# Anybody run a camera IN your salt spreader?



## maelawncare (Mar 4, 2004)

Well i finally upgraded to a somewhat larger spreader. From a snowex 575 to a 1075. I can hold a lot more salt now, but its hard to judge how much is in there and how much i have used. Well without getting out and looking after every lot.

So it got me thinking. Has anyone ever put one of the small cameras inside a spreader to see how much you have and how its going? With all the newer small cameras and tv screens for them, it should be pretty easy to do.
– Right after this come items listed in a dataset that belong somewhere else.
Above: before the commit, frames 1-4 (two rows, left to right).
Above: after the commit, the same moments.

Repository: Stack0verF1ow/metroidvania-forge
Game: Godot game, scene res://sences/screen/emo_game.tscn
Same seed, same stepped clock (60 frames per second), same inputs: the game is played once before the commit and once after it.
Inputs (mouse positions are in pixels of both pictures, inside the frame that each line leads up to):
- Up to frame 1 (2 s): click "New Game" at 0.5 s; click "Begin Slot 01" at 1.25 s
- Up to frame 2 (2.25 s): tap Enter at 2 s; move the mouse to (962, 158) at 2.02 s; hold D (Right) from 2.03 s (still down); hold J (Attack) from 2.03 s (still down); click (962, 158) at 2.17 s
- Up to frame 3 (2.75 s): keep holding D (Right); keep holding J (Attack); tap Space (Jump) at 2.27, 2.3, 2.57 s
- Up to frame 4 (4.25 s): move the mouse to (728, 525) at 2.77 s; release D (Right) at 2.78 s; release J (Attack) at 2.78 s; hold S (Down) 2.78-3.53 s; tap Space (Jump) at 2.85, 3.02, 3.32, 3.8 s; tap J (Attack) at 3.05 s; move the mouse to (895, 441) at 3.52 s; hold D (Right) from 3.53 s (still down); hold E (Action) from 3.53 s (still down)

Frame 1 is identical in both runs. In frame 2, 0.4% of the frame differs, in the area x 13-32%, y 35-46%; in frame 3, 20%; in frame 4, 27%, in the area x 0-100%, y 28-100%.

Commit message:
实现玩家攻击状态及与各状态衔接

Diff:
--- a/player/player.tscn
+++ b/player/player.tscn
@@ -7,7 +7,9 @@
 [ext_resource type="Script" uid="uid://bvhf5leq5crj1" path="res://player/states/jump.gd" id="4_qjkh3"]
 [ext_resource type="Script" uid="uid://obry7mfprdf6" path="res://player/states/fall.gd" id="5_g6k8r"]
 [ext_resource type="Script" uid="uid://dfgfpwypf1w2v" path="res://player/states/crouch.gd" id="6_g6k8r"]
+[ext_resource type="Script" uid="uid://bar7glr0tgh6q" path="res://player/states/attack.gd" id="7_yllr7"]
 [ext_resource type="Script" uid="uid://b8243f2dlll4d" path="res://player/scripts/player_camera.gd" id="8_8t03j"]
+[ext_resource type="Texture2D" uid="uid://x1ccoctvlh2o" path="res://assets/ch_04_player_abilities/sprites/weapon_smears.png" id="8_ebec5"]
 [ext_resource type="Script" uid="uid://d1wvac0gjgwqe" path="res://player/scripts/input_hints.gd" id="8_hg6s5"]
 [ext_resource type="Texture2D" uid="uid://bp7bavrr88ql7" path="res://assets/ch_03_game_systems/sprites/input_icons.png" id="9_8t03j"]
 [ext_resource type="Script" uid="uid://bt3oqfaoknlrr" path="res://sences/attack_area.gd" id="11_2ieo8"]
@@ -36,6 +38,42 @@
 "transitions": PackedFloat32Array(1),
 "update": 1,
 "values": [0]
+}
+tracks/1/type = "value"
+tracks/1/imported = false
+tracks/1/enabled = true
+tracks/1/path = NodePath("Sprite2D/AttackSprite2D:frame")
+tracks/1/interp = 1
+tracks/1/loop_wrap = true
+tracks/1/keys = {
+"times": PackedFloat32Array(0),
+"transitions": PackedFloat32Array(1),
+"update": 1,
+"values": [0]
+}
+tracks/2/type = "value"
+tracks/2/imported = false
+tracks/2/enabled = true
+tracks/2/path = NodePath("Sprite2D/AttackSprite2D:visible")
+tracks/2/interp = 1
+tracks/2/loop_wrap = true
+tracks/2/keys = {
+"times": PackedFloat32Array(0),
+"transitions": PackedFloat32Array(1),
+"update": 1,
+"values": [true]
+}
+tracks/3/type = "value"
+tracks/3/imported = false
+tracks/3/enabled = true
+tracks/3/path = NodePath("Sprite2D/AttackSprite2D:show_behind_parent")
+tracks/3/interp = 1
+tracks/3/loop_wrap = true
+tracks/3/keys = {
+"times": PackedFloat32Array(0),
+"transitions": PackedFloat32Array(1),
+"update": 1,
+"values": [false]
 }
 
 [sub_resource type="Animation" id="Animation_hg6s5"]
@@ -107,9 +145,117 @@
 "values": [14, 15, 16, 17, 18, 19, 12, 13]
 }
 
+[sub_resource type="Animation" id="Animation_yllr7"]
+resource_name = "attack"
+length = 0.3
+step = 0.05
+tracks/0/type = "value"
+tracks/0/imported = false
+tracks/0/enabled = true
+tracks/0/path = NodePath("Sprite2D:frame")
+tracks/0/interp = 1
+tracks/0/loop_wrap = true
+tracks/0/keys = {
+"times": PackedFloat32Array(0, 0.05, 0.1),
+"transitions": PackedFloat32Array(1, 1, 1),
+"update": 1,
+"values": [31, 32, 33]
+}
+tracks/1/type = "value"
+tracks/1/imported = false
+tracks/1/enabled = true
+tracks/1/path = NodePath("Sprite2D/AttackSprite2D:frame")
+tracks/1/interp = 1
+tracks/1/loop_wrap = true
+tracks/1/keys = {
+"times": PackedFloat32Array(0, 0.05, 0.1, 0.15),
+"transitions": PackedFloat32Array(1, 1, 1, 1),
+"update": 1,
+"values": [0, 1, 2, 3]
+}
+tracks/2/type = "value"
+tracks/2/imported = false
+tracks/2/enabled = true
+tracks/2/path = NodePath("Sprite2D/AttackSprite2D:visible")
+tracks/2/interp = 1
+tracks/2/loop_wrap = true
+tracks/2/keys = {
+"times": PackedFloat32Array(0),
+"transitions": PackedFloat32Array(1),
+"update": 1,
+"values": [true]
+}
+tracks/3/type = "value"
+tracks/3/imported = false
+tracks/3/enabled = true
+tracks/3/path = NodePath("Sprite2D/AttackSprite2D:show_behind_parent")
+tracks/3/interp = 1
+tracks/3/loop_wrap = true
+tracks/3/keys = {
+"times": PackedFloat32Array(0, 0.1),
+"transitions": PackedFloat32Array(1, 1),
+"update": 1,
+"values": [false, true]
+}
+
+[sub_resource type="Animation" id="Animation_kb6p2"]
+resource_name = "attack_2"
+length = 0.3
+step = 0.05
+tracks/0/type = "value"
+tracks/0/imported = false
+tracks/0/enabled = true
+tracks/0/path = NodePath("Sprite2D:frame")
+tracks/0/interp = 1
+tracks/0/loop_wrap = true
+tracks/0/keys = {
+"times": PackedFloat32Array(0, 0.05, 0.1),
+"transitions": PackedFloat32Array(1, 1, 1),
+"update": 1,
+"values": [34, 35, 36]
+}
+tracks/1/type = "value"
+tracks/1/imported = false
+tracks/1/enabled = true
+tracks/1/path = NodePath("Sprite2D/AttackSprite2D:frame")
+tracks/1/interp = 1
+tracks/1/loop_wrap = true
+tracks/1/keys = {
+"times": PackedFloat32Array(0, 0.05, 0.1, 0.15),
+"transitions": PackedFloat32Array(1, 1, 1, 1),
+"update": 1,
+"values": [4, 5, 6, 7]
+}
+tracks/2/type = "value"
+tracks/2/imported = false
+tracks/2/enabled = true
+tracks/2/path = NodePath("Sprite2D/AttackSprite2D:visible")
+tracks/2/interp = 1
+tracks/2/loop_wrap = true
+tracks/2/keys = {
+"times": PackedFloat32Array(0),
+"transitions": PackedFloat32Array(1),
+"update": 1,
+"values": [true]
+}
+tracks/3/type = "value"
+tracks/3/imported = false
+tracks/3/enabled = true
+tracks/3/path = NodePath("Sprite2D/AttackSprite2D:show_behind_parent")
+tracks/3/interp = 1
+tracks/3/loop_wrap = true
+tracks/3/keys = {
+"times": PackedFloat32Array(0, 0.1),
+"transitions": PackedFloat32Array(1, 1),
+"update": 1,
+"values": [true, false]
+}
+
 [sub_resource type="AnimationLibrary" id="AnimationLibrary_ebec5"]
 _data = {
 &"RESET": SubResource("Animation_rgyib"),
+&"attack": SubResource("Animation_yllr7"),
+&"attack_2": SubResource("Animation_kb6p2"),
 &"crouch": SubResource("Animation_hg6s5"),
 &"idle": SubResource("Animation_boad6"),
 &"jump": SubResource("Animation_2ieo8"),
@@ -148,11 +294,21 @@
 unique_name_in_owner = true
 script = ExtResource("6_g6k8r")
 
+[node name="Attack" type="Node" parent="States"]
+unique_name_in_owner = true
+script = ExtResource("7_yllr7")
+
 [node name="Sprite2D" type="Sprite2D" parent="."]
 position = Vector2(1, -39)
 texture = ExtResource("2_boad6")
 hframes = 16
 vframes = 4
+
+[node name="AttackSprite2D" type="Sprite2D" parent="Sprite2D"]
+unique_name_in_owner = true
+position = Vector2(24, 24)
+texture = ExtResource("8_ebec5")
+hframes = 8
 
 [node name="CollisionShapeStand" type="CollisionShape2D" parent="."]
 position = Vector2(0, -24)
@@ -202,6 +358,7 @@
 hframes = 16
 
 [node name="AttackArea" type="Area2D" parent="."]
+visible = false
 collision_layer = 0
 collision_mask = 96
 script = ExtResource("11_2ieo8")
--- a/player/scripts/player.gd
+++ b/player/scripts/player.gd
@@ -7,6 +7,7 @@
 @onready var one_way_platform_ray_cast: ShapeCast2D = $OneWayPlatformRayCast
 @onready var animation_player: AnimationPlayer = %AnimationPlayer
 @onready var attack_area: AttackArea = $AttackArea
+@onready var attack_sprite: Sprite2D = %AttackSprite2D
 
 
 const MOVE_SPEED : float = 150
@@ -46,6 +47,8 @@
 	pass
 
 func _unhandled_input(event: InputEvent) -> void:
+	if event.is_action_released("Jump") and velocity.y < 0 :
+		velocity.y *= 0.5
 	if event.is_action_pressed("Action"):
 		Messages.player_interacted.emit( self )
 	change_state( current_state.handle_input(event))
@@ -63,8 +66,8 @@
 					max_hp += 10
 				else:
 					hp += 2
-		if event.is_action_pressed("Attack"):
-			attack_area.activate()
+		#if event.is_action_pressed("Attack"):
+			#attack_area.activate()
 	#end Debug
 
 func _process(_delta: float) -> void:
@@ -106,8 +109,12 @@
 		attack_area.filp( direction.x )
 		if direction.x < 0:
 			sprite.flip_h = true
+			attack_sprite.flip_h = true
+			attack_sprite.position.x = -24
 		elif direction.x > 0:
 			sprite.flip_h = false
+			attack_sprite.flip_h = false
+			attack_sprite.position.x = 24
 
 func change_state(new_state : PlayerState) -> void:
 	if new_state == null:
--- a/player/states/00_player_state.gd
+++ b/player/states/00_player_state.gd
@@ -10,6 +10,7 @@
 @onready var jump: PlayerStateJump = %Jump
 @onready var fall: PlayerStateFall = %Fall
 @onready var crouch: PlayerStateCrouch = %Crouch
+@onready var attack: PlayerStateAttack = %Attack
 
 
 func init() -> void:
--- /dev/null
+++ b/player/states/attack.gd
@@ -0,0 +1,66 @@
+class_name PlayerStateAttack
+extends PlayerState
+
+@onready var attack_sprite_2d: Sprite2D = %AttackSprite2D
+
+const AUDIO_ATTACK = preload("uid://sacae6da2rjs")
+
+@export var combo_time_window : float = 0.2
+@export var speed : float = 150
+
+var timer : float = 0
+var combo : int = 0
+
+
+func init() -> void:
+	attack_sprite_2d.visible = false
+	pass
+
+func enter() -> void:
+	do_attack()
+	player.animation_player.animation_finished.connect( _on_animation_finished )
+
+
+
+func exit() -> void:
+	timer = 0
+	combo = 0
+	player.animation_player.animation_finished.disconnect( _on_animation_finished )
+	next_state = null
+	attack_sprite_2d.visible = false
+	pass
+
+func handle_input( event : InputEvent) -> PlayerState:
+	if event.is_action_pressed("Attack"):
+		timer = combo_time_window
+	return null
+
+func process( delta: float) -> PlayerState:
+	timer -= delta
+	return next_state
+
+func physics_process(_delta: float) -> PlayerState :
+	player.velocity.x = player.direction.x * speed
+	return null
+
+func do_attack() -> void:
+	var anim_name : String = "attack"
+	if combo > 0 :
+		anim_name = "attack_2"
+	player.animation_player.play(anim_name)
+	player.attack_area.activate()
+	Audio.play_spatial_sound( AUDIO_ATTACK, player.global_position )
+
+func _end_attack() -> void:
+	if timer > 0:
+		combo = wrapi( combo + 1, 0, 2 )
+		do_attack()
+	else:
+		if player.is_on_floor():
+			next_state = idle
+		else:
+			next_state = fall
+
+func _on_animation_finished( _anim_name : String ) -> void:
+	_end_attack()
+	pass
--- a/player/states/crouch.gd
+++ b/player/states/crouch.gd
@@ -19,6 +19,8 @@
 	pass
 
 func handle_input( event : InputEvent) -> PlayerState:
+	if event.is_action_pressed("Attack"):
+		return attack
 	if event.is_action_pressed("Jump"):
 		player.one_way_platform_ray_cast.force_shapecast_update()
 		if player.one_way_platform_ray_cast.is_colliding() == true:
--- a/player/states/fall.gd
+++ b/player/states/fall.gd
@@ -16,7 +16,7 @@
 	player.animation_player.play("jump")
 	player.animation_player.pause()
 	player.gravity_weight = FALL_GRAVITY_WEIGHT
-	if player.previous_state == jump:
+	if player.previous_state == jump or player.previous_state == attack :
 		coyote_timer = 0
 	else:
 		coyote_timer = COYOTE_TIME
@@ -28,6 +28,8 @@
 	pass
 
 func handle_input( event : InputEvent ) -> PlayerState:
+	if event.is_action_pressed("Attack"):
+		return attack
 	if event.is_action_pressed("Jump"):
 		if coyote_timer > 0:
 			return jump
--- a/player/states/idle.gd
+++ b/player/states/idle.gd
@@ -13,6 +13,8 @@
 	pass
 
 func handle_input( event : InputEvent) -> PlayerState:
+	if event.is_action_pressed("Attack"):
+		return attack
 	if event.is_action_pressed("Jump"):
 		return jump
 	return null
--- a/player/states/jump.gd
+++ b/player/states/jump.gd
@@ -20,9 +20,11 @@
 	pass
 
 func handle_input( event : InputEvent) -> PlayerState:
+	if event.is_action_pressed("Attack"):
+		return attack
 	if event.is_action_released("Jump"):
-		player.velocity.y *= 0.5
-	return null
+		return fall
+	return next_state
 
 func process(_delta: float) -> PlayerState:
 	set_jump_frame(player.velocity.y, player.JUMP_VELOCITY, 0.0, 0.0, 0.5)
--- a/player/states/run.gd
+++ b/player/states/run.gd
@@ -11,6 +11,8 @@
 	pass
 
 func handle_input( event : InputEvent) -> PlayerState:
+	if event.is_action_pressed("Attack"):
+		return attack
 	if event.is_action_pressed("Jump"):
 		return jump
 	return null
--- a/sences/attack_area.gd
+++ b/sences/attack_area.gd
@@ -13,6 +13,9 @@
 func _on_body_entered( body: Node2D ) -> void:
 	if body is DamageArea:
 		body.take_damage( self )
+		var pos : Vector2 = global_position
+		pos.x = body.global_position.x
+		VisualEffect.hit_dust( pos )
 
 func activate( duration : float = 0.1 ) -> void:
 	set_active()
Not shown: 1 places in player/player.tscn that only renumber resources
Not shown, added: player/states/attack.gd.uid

I thought this might be a good idea for the guys who run bulk as well.


----------



## Kubota 8540 (Sep 25, 2009)

I have had the same thought with the camera but mounted on the sprayer, when spraying a clear liquid at night on a white back ground its hard to see.


----------



## Mark Oomkes (Dec 10, 2000)

Peter Beering has a little bit of experience with this.


----------



## maelawncare (Mar 4, 2004)

Wheres peter


----------



## dforbes (Jan 14, 2005)

I wouln't think a camera would last long under those conditions.


----------



## leon (Nov 18, 2008)

*salt spreader*



maelawncare;932112 said:


> Well i finally upgraded to a somewhat larger spreader. From a snowex 575 to a 1075. I can hold a lot more salt now, but its hard to judge how much is in there and how much i have used. Well without getting out and looking after every lot.
> 
> So it got me thinking. Has anyone ever put one of the small cameras inside a spreader to see how much you have and how its going? With all the newer small cameras and tv screens for them, it should be pretty easy to do. I thought this might be a good idea for the guys who run bulk as well.
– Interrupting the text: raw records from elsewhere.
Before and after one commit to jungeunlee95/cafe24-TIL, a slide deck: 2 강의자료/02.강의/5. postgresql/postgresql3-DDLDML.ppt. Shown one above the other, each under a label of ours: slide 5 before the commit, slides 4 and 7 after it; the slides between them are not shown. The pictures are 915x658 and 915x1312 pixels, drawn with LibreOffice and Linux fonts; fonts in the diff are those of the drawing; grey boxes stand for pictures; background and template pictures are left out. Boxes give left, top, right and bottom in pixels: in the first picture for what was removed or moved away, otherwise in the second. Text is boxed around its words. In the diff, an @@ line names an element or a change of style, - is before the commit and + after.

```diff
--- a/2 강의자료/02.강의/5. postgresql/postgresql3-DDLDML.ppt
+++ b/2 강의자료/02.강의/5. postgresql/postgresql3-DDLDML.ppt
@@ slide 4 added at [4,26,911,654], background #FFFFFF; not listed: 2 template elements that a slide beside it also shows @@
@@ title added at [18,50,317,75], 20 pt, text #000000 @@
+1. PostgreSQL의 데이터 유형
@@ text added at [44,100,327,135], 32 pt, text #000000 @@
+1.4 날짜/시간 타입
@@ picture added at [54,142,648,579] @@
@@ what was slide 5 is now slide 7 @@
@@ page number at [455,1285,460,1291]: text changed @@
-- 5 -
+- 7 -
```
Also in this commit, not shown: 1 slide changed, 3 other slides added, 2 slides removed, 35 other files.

========================================================================================================================================================================================================================

It might be simpler if you buy a pair of loom clamps at the hardware store and piece of threaded rod to accept a small piece of wood 2 by 4 to act as a level gauge and then attach the threaded rod to the end of the spreader on the inside with the loom clamps bolted to the rear wall of the spreader.

You would have do some figuring if you have a fiberglass spreader and do not want to poke a pair of holes in it.

leon:waving::waving:


----------



## Kubota 8540 (Sep 25, 2009)

Actually some of these cameras are sealed weather tight. May be a little dusty or dirty? The ones at my shop and outside my house are sealed watertight.


----------



## mycirus (Dec 6, 2008)

What about a wireless backup camera for your license plate that they sell at walmart.


----------



## Kubota 8540 (Sep 25, 2009)

mycirus;932437 said:


> What about a wireless backup camera for your license plate that they sell at walmart.
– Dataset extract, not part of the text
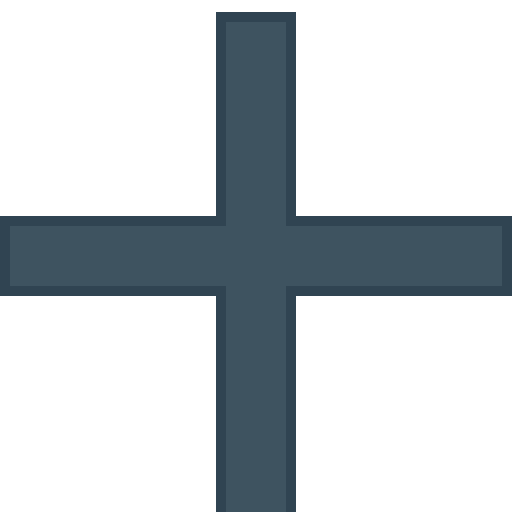
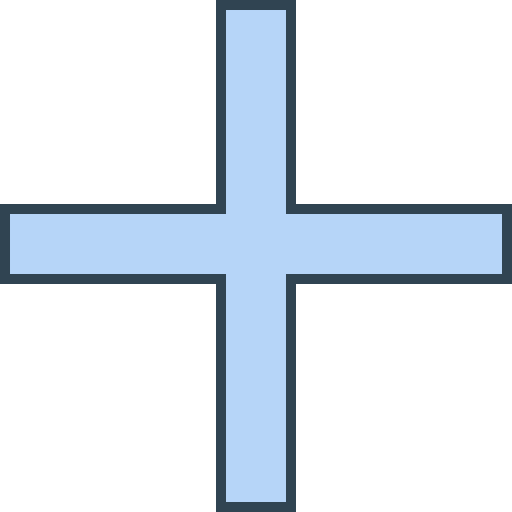
Layers edited between the first and the second w=512, h=512 image:
painted on "長方形 2" over bbox(204, 214, 304, 286)
painted on "長方形 1 のコピー" over bbox(216, 0, 296, 512)
painted on "長方形 1" over bbox(0, 204, 512, 296)

Should be sealed and waterproof. Inexpensive too.


----------



## dforbes (Jan 14, 2005)

I understand they make cameras that are waterproof, but I think from reading his post he is talking about puting it inside the spreader. I would think the salt would eat up the seals pretty quick. Maybe not but that would be my concern.


----------



## Rc2505 (Feb 5, 2007)

without trying to sound stupid, I have a question for the OP. If you don't get out and look at each lot to see how much is in the spreader, how do you know how much salt you spread in the last lot, and how much to charge? Maybe you have salt included in the price, but I only put in what I need for each lot, and charge per bag. It also saves me from loosing salt inbetween lots.


----------



## Kubota 8540 (Sep 25, 2009)

dforbes;932456 said:


> I understand they make cameras that are waterproof, but I think from reading his post he is talking about puting it inside the spreader. I would think the salt would eat up the seals pretty quick. Maybe not but that would be my concern.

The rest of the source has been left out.